Ever since the disappearance of the Soviet Union, revisionists have sought to belittle the potential of Indo-Russian relations in the post-Cold War era. The tumult of the 1990s and the socio-economic and political convulsions within an emasculated Russia invited obituaries from virtually all segments of the Indian intellengtsia. When the process of political stabilisation did begin in the early 2000s, few anticipated the restoration of Russian power and its impact on a “unipolar” world.

Buttressed by a surge in hydrocarbon prices after 2003, the watershed event came in 2006 when Russia for the first time regained its 1990 level of the real GDP. However, it was only with the events of August 2008 in the Southern Caucasus that India’s strategic community began to take Russian resurgence seriously. What the Georgian conflict produced was a global realisation that Eurasian security cannot be achieved without an acknowledgement of vital Russian security interests and policies.

The past year has also witnessed an infusion of realism in Indian security discourse. There is an emerging consensus that bandwagoning with a declining hegemon is insufficient to attain a higher international profile for India and address its regional security questions. It is against such a backdrop that Moscow and New Delhi conducted their annual summit last month. And while this was the Prime Minister’s sixth visit to Russia, a slew of agreements, including a civil nuclear framework agreement (a comprehensive nuclear deal without strings attached) and an extension of military-technical collaboration to 2020 (including a successful resolution of the Gorshkov issue), indicates a renewed focus on the relationship and a belated acceptance of Russia’s return as a global actor.

The joint declaration identified specific policy themes. Both sides agreed that the “fight against terrorism cannot be selective, and drawing false distinctions between the ‘good’ and ‘bad’ Taliban would be counter-productive.” This convergence of views becomes especially relevant in the context of a segment of the western commentariat that holds open the option to forge a bargain with the Taliban with the Pakistani military serving as the conduit. Both Moscow and New Delhi are united in opposition to a stabilisation of the Hindu-Kush that returns a radical proxy regime into power in Kabul. Furthermore, with Washington exploring greater coordination with Beijing in its AfPak plan and encouraging a regional role for China, Russia and India will discover growing opportunities to coordinate their Afghanistan policies.

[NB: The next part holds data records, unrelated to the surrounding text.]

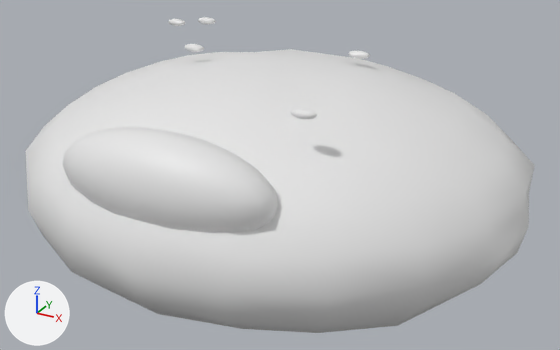
The glTF model models/catch_breads/bread_koshian.glb: old version first, new version second.
Before and after are seen from a 50 mm lens placed at (0.553, -0.987, 0.488), pointed at (0.012, -0.002, -0.004). The axes (+X, +Y, +Z) are drawn at lower left. The lights are the same throughout. The picture after the commit comes second. Where no turn or scale is listed for an object, it has been applied to the vertices.

The first picture shows 'こしあんのぞき窓', 'ふっくらした生地.010', '黒ごま', '黒ごま.001', '黒ごま.002', '黒ごま.003', '黒ごま.004'.
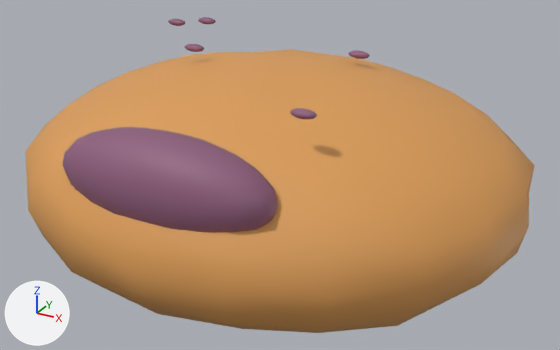
Diff of the bpy script that builds the scene:
```diff
--- a/models/catch_breads/bread_koshian.glb.py
+++ b/models/catch_breads/bread_koshian.glb.py
@@ mat_焼きたての山吹色 @@
 mat_焼きたての山吹色 = principled_material('焼きたての山吹色')
-mat_焼きたての山吹色.base_color = (0.8, 0.8, 0.8)  # white #e7e7e7
+mat_焼きたての山吹色.base_color = (0.72, 0.34, 0.095)  # orange #dd9e57
@@ mat_レーズン @@
 mat_レーズン = principled_material('レーズン')
-mat_レーズン.base_color = (0.8, 0.8, 0.8)  # white #e7e7e7
+mat_レーズン.base_color = (0.27, 0.11, 0.2)  # purple #8e5d7c
```

What differs and where, as boxes (x1, y1, x2, y2) in the pictures (560 x 350 px):
'ふっくらした生地.010', recoloured (white to orange): (25, 49, 535, 333) in both
'こしあんのぞき窓', recoloured (white to purple): (62, 127, 278, 232) in both
'黒ごま.004', recoloured (white to purple): (290, 108, 317, 120) in both
'黒ごま.002', recoloured: (348, 50, 370, 59) in both
'黒ごま.001', recoloured: (185, 44, 204, 52) in both
'黒ごま', recoloured: (198, 17, 216, 24) in both
'黒ごま.003', recoloured: (168, 19, 185, 26) in both

The joint declaration also focused on Asia, noting “the growing efficacy of close bilateral and multilateral interaction in the Asia-Pacific region as a means to enhance economic cooperation and to maintain regional peace and stability to confront global challenges of security and development of the 21st century.” Clearly, this was a reference to strive for a geopolitically plural and an open security architecture for Asia. What is interesting is that both sides appear to be shoring up each other’s presence in the Eurasian region: Russia supporting India’s membership in the Asia-Pacific Economic Cooperation (APEC) and “full membership in the SCO”; India supporting Russia’s involvement in the Asia-Europe Meeting (ASEM).

In fact, the allusion to the Asia-Pacific region is timely as the debate over Russia’s evolving role in Asia assumes more clarity. A perception that Russia’s “westernisers” have irrevocably steered Russia away from Asia has gained currency in Russian foreign policy discourse. It is argued that a “European choice” and “the preservation of a predominantly European orientation of Russia” will preclude it from pursuing its objectives in Asia.

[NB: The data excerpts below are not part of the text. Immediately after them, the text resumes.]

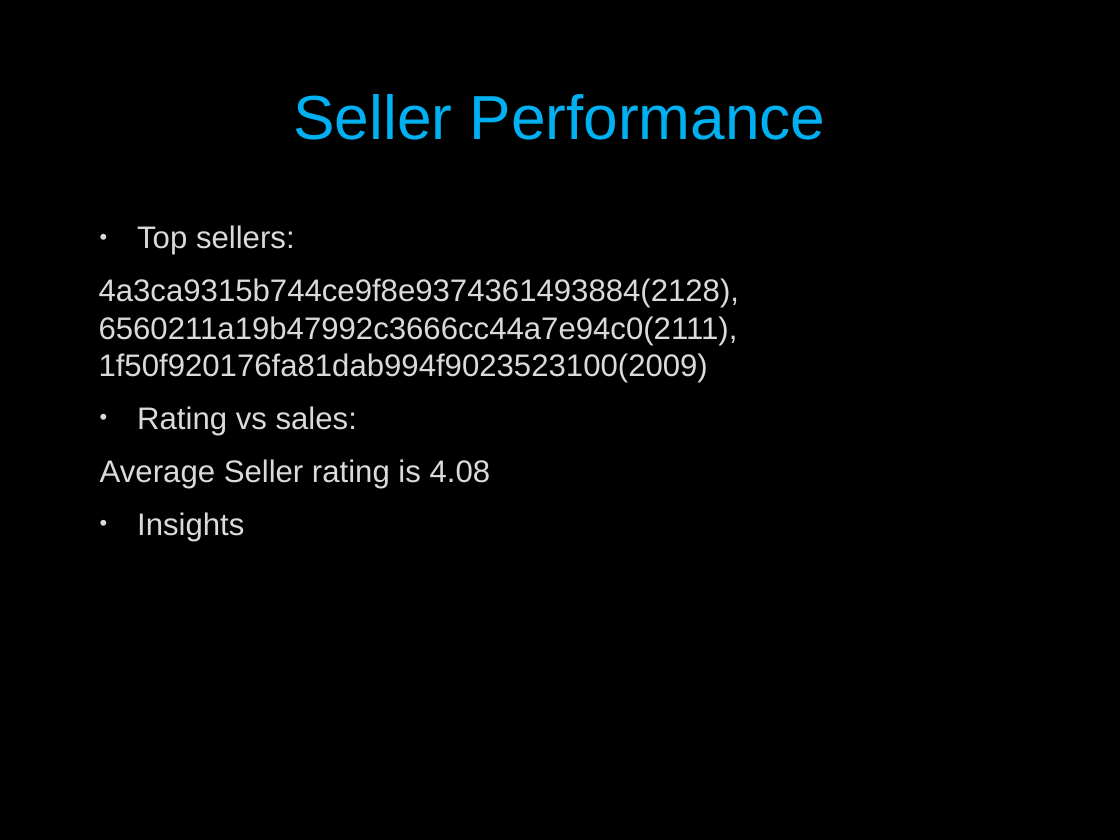
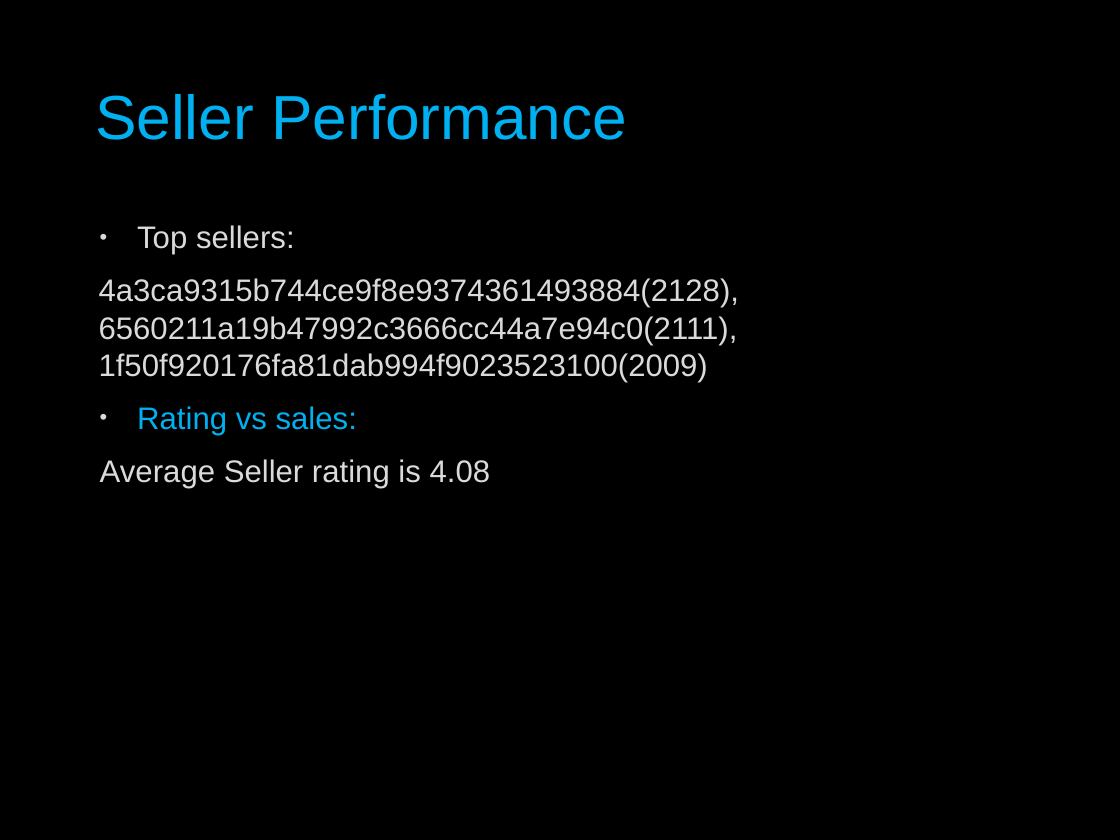
Before and after one commit to AlokYadav310703/Olist-Product-Sales-Analysis, a slide deck: slide 9 of presentation/Project Overview.pptx. Drawn at 1120x840 pixels with LibreOffice and Linux fonts; fonts in the diff are those of the drawing; background and template pictures are left out. Boxes give left, top, right and bottom in pixels: in the first picture for what was removed or moved away, otherwise in the second. Text is boxed around its words. In the diff, an @@ line names an element or a change of style, - is before the commit and + after.

```diff
--- a/presentation/Project Overview.pptx
+++ b/presentation/Project Overview.pptx
@@ title "Seller Performance" at (95, 94, 627, 140): alignment centre to left @@
@@ text at (137, 406, 357, 435): text colour #DADADA to #00B0F0 in "Rating vs sales:" @@
@@ text at (137, 512, 244, 541): paragraph removed @@
-• Insights
```
Also in this commit, not shown: 10 other slides changed, 3 slides added, 4 other files.

The reality, however, is more complex. As Russia’s Foreign Minister, Sergey Lavrov, has himself noted, the so-called conflict between the Western and Eastern vectors of Russian policy is “artificial and far-fetched”. In fact, what is remarkable is the extent to which Russian foreign policy has come to rely on a non-ideological approach to the West. Geostrategic considerations – Moscow’s resolve to prevent the revival of an anti-Russian trans-Atlantic consensus while restoring Russia’s influence on its periphery – and geoeconomic realties (energy and technological interdependence with Europe) imply Russia’s Western vector is driven largely by realpolitik. Russia is poised to play a major role in Asian security in the coming years after the present phase of transition in completed. Russian strategists are not uninterested in the evolution of the Asian balance of power. The emergence of the RIC and BRIC formats attest to this fact.

As Lavrov argues, “Russia’s energy, scientific, technological and intellectual potential” ensures an important role for it in Asia’s economic rejuvenation. Furthermore, the fact that a majority of Russia’s mineral and resource wealth lies east of the Urals in Asiatic Russia implies that Moscow cannot avoid the challenging task of developing East Siberia and the Russian Far-East. But most importantly, Russia is finally overcoming its “China first” policy – viewing Asia through the Chinese prism – towards more diversified relationships in South-East and East Asia.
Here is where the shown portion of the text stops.